NO BARGAINS HERE: You just LOVE to shop, right? Well, how’d you like to make money doing it? Yes, you too can join the ranks of the Mystery Shoppers.

Except that instead of earning the promised $20 to $30 per assignment and up to $50,000 a year, you’re very likely to find yourself conned by telemarketers.

Barney Brantingham

One of the perpetrators of this kind of scheme, as well as the “bartender training” scam, is Santa Ynez Valley resident Stevan Todorovic, according to the Federal Trade Commission. Following up on an earlier Federal Trade Commission civil action which banned him from telemarketing for life, a federal grand jury has filed a 22-count criminal indictment against Todorovic.

His boiler-room operation, involving ads placed around the country, defrauded up to 34,000 victims of around $6 million, the U.S. attorney’s office in Los Angeles claims. If convicted, he faces up to 440 years behind bars. He’s charged with wire fraud, mail fraud, and money laundering.

Santa Barbara Better Business Bureau president Rick Copelan testified against Todorovic in the federal criminal court in Los Angeles on Friday. As far as I know, it’s not common to file both civil and criminal actions in telemarketer cases, but one factor could be that he is a “repeat offender,” according to the FTC. It obtained a 2001 court order blocking what it described as his selling of deceptive auction guides.

As readers of this column know, for years now I’ve been writing about how Santa Barbara County has become a nest of telemarketing scammers and their scams — everything from the “mystery shopper” racket to lists of cars and homes supposedly being auctioned by Uncle Sam for pennies on the dollar, bogus bartender training for nonexistent jobs, and fake lotteries.

Why did sweet, innocent Santa Barbara become a hotbed of fraud? The best answer I ever got was, “Where would you like to work: here or, say, Bakersfield?”

And, according to those I’ve talked to over the years, the Santa Barbara area offers an endless supply of students and others needing a gig and not asking too many questions about the ethics involved. Often these scams will “double-up,” that is, charge you for two useless lists instead of the one you ordered. And while they offer your money back if you’re not satisfied, they make it almost impossible for you to get it.

When I challenged a young woman I know about why she was aiding and abetting the cheating of unwary people through the Goleta outfit she was temporarily working for a few years ago, she replied with an angry email to this effect: “If they’re stupid enough to order, they deserve it.”

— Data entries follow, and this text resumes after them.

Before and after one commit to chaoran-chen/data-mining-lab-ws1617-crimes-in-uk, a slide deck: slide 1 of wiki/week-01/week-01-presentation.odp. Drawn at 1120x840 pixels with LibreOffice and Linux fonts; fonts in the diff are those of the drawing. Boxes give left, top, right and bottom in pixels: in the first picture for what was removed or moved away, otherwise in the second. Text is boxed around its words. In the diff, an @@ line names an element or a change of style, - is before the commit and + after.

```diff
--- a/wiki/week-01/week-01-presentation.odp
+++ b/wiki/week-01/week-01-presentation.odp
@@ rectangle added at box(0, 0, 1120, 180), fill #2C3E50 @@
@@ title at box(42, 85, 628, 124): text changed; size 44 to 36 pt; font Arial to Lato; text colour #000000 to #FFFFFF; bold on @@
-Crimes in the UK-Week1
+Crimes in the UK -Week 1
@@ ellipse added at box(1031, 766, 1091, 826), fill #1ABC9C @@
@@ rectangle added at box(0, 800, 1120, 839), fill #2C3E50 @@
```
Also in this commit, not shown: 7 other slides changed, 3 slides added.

The FTC cracks down on these operations and obtains court orders to shut them down, but too often the scamsters pop up again with a different dodge aimed at defrauding the public.

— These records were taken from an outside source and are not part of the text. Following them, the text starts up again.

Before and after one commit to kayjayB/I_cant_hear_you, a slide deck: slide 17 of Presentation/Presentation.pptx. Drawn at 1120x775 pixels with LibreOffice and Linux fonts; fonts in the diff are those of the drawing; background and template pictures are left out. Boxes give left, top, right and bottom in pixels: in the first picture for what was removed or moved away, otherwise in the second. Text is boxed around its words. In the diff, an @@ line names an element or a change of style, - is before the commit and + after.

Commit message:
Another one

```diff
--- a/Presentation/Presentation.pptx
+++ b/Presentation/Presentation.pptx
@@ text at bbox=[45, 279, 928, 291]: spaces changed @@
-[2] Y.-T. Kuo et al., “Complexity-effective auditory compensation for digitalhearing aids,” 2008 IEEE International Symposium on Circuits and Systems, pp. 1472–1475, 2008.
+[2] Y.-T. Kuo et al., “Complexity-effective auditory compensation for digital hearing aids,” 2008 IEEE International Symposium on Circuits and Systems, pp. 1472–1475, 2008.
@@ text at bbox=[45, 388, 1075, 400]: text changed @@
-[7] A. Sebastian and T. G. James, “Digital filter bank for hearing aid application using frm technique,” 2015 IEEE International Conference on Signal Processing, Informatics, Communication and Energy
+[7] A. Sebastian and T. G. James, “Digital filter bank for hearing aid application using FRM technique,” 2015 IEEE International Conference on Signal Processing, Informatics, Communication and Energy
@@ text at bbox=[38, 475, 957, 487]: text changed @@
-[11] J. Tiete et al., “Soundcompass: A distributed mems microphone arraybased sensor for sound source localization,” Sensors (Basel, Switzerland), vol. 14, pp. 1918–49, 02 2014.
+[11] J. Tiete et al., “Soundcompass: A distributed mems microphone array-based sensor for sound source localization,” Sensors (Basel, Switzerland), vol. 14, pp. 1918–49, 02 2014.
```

The mystery shopper and bartender training cons are among the oldest. True, legitimate companies do hire people to check the quality of the service in hotels, restaurants, and other businesses. But a free list of opportunities is available on the Internet, and one doesn’t have to pay a fee to apply for a job.

Scammers charge for so-called “certification” training materials and falsely imply that jobs are available through the program. “Todorovic well knew that the … certifications were not recognized in the bartending or mystery shopping industry, would not assist victims in obtaining jobs, and, therefore, were worthless,” the indictment alleged.

The FTC also cracked down on a U.S.-Canada cross-border wire-transfer company that aided telemarketers who tricked U.S. consumers out of more than $84 million between 2004 and 2008. Victims were falsely told that they’d won a lottery or been hired as mystery shoppers.

In April, the FTC began mailing more than 34,000 checks totaling almost $18 million to victims of fraud schemes involving payments via MoneyGram International, the second-largest U.S. wire transfer company. MoneyGram knew that its system was being used to defraud people “but did very little about it” and ignored warnings from law enforcement, the FTC said.

Many of the scams involved bilking people by sending them a cashier’s check larger than the amount involved in a transaction. They tell them to deposit it in their checking account and send most of the money back using a money transfer. By the time the counterfeit checks bounce, the cons have grabbed the transferred money and disappeared.

Con artists notify you that you’ve won millions in a lottery. All you have to do is pay a fee for “taxes” or “customs” or “insurance.” Victims paid the fees through MoneyGram but got nothing back.

People are told they can get a loan regardless of their credit score. All they have to do is pay for “insurance” or “paperwork” or “processing” fees. They send in the money using a money-transfer service, and in return get, in effect, a worthless check.

To avoid money-transfer scams, the FTC says the following: Don’t wire money to anyone you don’t know, to someone claiming to be a relative in the midst of a crisis and who wants to keep the request a secret (a common scam), or someone who asks you to deposit a check and send some of the money back.